By Dr. Ed Albin
Program Director, Space Studies
Since the discovery of the first exoplanet in 1995, astronomers have found thousands of predominantly large planets orbiting other stars. Most recently, the discovery of a solar system with seven smaller Earth-like planets generated much excitement among astronomers and laymen alike.
Scientists are excited about the potential for life on these planets, because these new worlds are similar in size to the Earth. Their proximity to their sun might mean that some of them could hold the water necessary to sustain life.
These exoplanets are about 40 light years away, orbiting a relatively “nearby” star called Trappist-1. This star is what astronomers call a “red dwarf,” because it is considerably smaller than our sun.
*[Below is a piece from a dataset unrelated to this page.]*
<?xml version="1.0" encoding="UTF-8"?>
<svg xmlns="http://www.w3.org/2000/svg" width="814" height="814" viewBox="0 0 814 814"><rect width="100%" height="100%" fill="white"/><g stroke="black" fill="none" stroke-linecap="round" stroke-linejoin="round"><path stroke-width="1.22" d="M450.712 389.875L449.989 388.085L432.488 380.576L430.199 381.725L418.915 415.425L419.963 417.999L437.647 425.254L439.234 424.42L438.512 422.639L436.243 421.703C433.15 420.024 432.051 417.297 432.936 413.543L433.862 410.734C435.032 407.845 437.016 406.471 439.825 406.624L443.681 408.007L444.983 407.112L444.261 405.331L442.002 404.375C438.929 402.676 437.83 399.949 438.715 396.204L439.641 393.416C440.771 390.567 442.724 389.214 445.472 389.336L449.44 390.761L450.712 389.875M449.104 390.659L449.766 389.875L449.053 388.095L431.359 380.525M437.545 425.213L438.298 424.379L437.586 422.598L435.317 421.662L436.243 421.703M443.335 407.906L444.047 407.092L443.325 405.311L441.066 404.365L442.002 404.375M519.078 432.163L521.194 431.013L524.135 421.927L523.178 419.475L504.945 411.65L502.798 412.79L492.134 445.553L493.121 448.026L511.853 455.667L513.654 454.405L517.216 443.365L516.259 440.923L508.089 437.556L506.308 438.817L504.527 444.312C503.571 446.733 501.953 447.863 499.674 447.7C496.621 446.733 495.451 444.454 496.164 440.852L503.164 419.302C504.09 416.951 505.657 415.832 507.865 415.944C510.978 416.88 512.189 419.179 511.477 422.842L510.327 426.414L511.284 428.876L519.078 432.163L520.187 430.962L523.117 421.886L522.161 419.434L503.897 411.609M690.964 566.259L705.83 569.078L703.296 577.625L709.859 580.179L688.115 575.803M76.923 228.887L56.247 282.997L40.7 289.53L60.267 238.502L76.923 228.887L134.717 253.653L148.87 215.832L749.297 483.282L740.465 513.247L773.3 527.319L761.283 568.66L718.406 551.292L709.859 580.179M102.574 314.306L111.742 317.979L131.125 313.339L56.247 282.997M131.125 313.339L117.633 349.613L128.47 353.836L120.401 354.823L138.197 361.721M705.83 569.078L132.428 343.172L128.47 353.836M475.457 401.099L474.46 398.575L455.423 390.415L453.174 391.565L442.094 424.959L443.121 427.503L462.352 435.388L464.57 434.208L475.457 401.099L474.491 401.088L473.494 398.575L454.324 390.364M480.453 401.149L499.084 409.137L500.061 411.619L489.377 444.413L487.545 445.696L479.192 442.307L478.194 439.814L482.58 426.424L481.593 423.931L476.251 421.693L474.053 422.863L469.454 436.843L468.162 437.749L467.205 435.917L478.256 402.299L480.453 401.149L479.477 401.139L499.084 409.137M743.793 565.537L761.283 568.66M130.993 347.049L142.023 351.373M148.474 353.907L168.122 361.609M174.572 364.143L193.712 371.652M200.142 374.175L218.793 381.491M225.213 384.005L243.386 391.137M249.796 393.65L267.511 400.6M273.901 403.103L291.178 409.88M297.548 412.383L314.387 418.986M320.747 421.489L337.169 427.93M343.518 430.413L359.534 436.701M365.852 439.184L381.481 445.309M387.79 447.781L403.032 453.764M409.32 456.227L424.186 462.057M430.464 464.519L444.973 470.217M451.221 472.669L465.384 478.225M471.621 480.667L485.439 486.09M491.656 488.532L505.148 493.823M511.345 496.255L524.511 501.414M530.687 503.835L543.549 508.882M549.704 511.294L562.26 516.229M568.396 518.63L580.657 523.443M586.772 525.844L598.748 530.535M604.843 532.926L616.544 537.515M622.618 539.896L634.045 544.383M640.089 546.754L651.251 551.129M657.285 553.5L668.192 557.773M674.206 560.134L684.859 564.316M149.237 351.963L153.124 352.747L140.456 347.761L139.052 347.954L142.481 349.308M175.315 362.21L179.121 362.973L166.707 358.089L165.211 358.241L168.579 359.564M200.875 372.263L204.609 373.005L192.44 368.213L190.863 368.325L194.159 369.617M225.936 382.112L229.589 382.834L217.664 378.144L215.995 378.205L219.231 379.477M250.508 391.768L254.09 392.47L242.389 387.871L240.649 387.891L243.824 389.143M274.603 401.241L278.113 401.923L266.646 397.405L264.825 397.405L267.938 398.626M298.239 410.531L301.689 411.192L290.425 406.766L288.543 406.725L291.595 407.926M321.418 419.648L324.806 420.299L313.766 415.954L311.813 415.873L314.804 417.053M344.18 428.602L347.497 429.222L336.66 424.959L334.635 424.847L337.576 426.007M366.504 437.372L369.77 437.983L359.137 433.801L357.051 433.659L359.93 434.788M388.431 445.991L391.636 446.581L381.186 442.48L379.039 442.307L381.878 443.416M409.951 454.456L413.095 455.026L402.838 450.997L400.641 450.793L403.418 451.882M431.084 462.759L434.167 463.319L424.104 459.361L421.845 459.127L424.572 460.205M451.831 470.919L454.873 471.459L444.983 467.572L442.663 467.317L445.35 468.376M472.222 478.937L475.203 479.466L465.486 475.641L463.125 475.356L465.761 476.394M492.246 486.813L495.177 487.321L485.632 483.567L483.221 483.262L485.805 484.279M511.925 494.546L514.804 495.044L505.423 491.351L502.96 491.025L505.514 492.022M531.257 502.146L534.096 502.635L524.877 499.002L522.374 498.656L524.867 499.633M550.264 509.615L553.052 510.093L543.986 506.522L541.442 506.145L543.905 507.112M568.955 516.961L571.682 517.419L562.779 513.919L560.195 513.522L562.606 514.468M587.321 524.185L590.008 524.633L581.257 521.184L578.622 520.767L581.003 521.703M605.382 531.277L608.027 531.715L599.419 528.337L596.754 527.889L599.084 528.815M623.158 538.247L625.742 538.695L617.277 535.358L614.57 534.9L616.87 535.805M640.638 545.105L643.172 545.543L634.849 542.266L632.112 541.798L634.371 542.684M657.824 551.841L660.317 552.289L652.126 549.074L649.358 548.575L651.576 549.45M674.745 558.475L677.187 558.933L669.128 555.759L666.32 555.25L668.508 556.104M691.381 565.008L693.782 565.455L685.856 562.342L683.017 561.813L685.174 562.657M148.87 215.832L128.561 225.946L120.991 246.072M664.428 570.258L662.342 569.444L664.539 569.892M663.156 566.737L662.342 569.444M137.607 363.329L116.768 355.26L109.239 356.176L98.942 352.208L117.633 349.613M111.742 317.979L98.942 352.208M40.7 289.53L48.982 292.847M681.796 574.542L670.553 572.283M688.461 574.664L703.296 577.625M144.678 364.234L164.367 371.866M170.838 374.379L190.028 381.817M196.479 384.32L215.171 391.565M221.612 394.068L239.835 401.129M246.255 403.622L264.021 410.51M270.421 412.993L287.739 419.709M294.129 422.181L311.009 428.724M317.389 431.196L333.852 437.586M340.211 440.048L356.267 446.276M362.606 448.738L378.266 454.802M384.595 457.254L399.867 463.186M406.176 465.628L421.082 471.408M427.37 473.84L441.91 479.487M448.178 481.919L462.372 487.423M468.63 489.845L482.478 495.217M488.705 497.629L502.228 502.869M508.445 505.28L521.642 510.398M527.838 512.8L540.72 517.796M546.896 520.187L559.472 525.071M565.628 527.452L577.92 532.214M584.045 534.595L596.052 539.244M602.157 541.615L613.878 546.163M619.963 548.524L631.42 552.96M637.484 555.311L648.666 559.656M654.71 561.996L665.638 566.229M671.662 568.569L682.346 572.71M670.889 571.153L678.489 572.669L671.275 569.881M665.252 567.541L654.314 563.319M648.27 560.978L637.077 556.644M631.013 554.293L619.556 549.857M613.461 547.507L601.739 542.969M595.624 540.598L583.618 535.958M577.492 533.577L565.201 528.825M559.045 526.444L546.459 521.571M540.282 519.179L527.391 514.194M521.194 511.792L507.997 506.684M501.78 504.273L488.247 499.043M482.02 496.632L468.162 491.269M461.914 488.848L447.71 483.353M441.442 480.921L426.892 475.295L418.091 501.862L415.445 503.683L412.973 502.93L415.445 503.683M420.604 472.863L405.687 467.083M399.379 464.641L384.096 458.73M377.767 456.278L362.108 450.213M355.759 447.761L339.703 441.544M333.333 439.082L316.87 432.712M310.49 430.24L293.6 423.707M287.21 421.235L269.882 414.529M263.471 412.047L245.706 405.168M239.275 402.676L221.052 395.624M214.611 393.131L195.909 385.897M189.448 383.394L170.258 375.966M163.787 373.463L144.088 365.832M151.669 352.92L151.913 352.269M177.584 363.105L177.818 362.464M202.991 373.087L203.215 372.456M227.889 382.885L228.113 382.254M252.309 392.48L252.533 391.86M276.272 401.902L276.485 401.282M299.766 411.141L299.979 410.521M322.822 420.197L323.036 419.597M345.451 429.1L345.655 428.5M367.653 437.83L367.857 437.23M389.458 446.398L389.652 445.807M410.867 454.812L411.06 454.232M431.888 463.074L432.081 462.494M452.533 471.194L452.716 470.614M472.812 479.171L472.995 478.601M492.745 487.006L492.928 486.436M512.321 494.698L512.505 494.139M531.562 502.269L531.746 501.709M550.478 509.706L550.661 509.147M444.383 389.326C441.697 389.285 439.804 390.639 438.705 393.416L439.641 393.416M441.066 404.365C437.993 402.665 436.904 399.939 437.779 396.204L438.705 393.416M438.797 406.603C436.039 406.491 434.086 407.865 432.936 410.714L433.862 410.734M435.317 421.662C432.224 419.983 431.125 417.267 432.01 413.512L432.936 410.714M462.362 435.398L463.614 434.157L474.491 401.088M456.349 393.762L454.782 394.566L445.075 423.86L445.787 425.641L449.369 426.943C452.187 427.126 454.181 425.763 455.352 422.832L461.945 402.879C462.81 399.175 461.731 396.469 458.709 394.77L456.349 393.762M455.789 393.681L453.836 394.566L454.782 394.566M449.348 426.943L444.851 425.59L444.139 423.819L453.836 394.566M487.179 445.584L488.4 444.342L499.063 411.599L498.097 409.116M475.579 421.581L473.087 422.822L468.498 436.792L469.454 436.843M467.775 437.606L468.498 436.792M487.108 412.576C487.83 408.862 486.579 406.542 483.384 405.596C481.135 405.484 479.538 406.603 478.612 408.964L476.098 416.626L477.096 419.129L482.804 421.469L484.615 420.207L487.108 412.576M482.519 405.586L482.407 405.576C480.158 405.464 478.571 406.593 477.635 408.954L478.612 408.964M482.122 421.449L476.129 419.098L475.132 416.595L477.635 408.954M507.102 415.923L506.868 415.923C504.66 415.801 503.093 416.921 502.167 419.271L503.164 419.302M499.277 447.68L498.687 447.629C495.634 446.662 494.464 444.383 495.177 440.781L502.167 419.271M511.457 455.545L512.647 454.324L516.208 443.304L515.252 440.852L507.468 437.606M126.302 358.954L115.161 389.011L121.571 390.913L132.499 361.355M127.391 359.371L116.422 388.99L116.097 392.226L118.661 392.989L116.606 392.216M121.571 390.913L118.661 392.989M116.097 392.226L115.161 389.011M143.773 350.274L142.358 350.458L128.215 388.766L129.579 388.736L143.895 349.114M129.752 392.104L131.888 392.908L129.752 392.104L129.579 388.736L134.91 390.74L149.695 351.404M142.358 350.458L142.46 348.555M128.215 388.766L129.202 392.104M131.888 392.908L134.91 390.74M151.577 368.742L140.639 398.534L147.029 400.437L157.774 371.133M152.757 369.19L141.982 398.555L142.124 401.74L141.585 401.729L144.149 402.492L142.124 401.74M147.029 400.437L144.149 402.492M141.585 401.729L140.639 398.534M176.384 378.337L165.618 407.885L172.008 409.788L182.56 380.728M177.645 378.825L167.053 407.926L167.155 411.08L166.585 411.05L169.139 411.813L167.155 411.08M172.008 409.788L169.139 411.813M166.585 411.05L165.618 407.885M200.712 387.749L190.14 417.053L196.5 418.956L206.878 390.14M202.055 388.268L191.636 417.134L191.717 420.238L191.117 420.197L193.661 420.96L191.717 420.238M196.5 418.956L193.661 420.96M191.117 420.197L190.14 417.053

Environmental Conditions on New Planets Appear Favorable to Life
Trappist-1 radiates enough heat to warm its nearby planets. Several of them are within the star’s habitable zone — a place where liquid water can exist. These planets are neither too close to the star, which could cause water to boil away; nor too far from the star, which would freeze any water on each planet.
A group of astronomers led by the University of Liege in Belgium discovered these new exoplanets. After weeks of observation using NASA’s Spitzer Space Telescope, the team confirmed that there were seven planets orbiting the little star.
These planets have between 40 percent and 140 percent of Earth’s mass and orbit their host star at a distance closer than Mercury is to the sun. The Hubble Space Telescope is now searching for evidence of atmospheres associated with the planets.
Astronomers Will Use the James Webb Space Telescope to Look for Oxygen or Methane Gases
Astronomers hope the James Webb Space Telescope, due to be launched soon, might be able to decipher the chemistry of any atmospheres that are found on these new planets. The presence of oxygen and/or methane could be the “fingerprint” of life.
Because the Trappist-1 planetary system is tightly bunched around the star, asteroid strikes might have scattered life across these worlds. Such planets are perfect candidates for SETI (Search for Extraterrestrial Intelligence) programs, like the one at the SETI Institute in California. At SETI, an array of radio telescope dishes regularly sweeps the heavens in search of extraterrestrial signals sent by advanced civilizations out there among the stars.
Our Telescope Will Collect Photometric Data on Stars with Orbiting Exoplanets
The University’s Space Studies faculty and students are thrilled about the Trappist-1 system discovery. The recently commissioned APUS Observatory, in Charles Town, West Virginia, is capable of conducting follow-up observations of newly discovered exoplanets.
Our state-of-the-art, remote-controlled 24-inch telescope can collect photometric data in the form of light variations from stars with orbiting exoplanets. These variations appear as a slight dimming of the star when a planet moves across its stellar disk, causing a minuscule drop in brightness.
The sensitivity of the digital camera on our telescope is capable of detecting these subtle changes in brightness, providing additional details about distant alien worlds.
It is an exciting time for astronomy, making it even more thrilling as we launch our new astronomy concentration in Space Studies later this year.